I suppose this is a divorce/family law type question, but since I'm over 70 I thought I would put it in the elder law forum. I recently married my long-time girlfriend without doing any planning before hand. Now I'm concerned because I have children from a prior marriage that I would like to take care of after I die. My wife has said she will agree to any arrangements I care to make and has no interest in my money. Do you think a post nuptial agreement would help here and are they valid and enforceable in Massachusetts?
Submitted by James44 on Fri, 10/29/2010 - 08:17
Posted in

Postnuptial agreements
The concern with postnuptial agreements has always revolved around the issue of coercion, whether, for example, one party may have threatened the other with divorce if he/she refuses to sign the postnup. However, in the recent opinion of Ansin v. Craven-Ansin, the Massachusetts Supreme Judicial Court held that postnuptial agreements may be enforced if they meet certain standards. In fact, in her opinion, Chief Justice Marshall wrote that: "Marital contracts are not the product of classic arm’s-length bargaining, but that does not make them necessarily coercive. Such contracts may inhibit the dissolution of a marriage or may protect the interests of third parties such as children from a prior relationship." post-nuptials are often called marital agreements or post-marital agreements. You can follow this link for an explanation of what standards Massachusetts courts will use to determine the validity of marital or post-nuptial agreements.
As to the second part of your question, I have no idea if a postnuptial agreement would be necessary or even desirable for your particular situation. However, it sounds like your wife is open minded about these issues. That is good thing. The two of you should sit down with a Massachusetts estate planning attorney, discuss your estate planning goals, and come up with a plan. Good luck.
Protecting property, post marriage
First and foremost, there are issues with post-nuptial agreements. You should look at other methods to accomplish the end you want to reach. Your goal, I assume, is to treat your children and spouse fairly and leave assets as you and your wife wish at death. The first method to look at in achieving your goal is an “agreement to make a will”. These agreements are enforceable in Massachusetts and do not have the strings and pitfalls associated with post-nupt's.
Essentially, you and your spouse agree to make your wills in a certain fashion. Usually this involves determining what assets go to the children, which the surviving spouse would have use of during life and what would go to the surviving spouse and heirs outright. As part of this 'agreement' the parties make wills and also arrange trusts as part of the estate planning. The entirety of the arrangement will allow almost any disposition of property the parties can agree to. While Sullivan v. Burkin, 390 Mass. 864 (1984) allows a spouse to reach the assets of any revocable trust created by the other, deceased, spouse, the ‘contract’ formed as part of the agreement to make a will should prevent the same from affecting the arrangement. This will handle the disposition of property upon death.

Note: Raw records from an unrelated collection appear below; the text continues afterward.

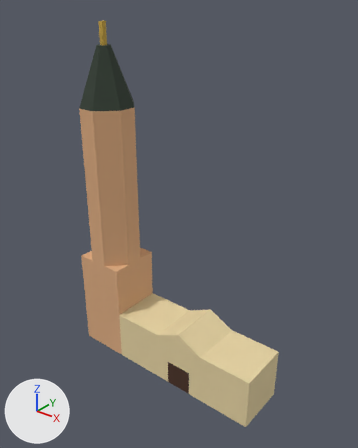
What one commit did to the Blender file assets/buildings/iglesia_san_sebastian.blend.
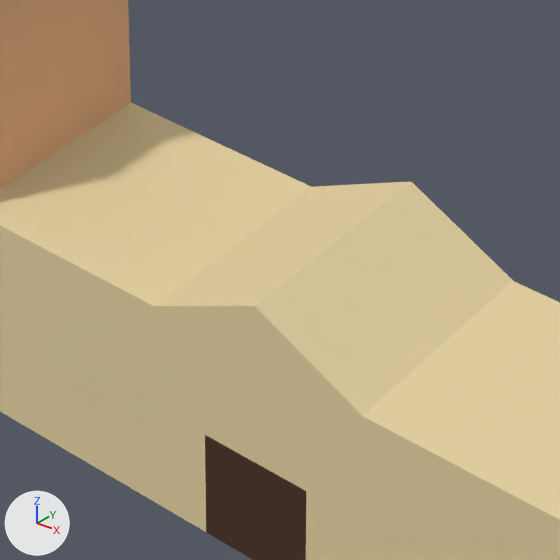
Each version is shown whole from a 50 mm lens placed at (35.9, -48.7, 55.4), pointed at (-3.3, 0.3, 25.1), then close up on the part from 35% to 67% of the width and 61% to 87% of the height. Every picture has the same lights, and +X, +Y and +Z are marked at lower left. The older version's two pictures come first.

The scene before the commit, as lines of its bpy script (objects in view):
```python
me_plane = bpy.data.meshes.new('Plane')
me_plane.from_pydata(...)  # 200 vertices, 189 faces; spans x -1.7..1.0, y -1.0..1.0, z 0.0..51.0
# faces by material slot: [75, 85, 16, 5, 8]
me_plane.materials.append(mat_main)  # beige #e6d3a3
me_plane.materials.append(mat_tower)  # beige #ddac81
me_plane.materials.append(mat_dome)  # dark grey #354035
me_plane.materials.append(mat_gold)  # yellow #c9a646
me_plane.materials.append(mat_door)  # brown #4a2e1f
ob_plane = bpy.data.objects.new('Plane', me_plane)
ob_plane.location = (0.0, 0.0, 0.0)
ob_plane.scale = (12.0, 4.0, 1.0)
```
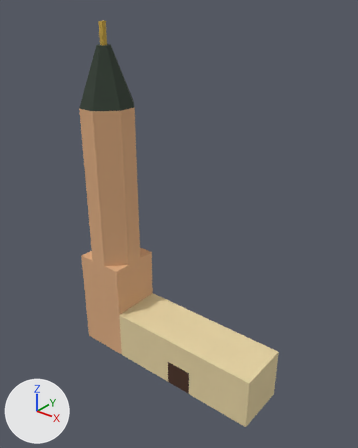
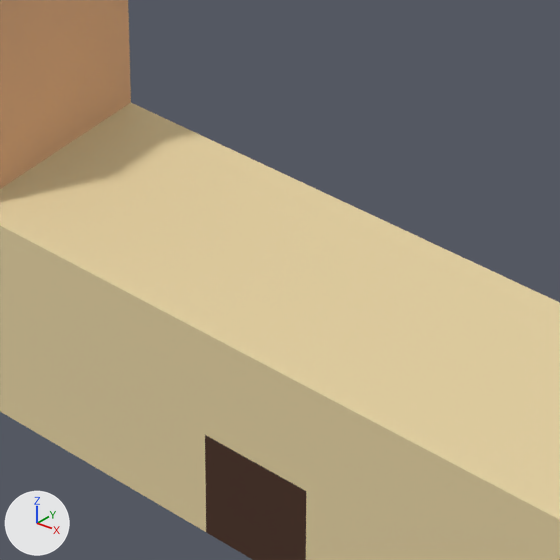
What differs and where, as boxes [x1, y1, x2, y2] in the close-ups (560 x 560 px; the box of a moved part takes in the faces that stretch with it):
part 1 of me_plane, moved or reshaped: before [154, 181, 513, 415]; after [154, 187, 513, 415]

The edits, one by one:
me_plane is used by ob_plane; location (0.0, 0.0, 0.0); scale (12.0, 4.0, 1.0).
me_plane had 200 vertices, 189 faces and spanned x -1.7..1.0, y -1.0..1.0, z 0.0..51.0.
me_plane now has 198 vertices, 187 faces and spans x -1.7..1.0, y -1.0..1.0, z 0.0..51.0.
Part 1, on me_plane:
2 vertices are removed from x 0.0, y -1.0..1.0, z 10.0.
6 faces are deleted.
4 new faces join them, mat_main (beige #e6d3a3).

The disposition of property upon DIVORCE is a different issue. It is very hard to protect property from a spouse in Massachusetts. Grantor trusts cannot shield the property. Wolfe v. Wolfe, 21 Mass. App. Ct. 254 (1985). Here a post nuptial agreement may have some benefit. But it is FAR from certain in Massachusetts. All such agreement require COMPLETE disclosure of all assets to be valid. The least misstatement or failure to record any asset, however small can invalidate the transaction. Failure to disclose $200.00 can invalidate a million dollar division of property. There is no proportionalism or partial invalidation. Find a mistake and the agreement is gone. In order to deal with these issues, you need to seek out an attorney who is skilled in estate and trust law. Contact your attorney and ASK if this is his area of expertise. If not, find someone skilled in this area.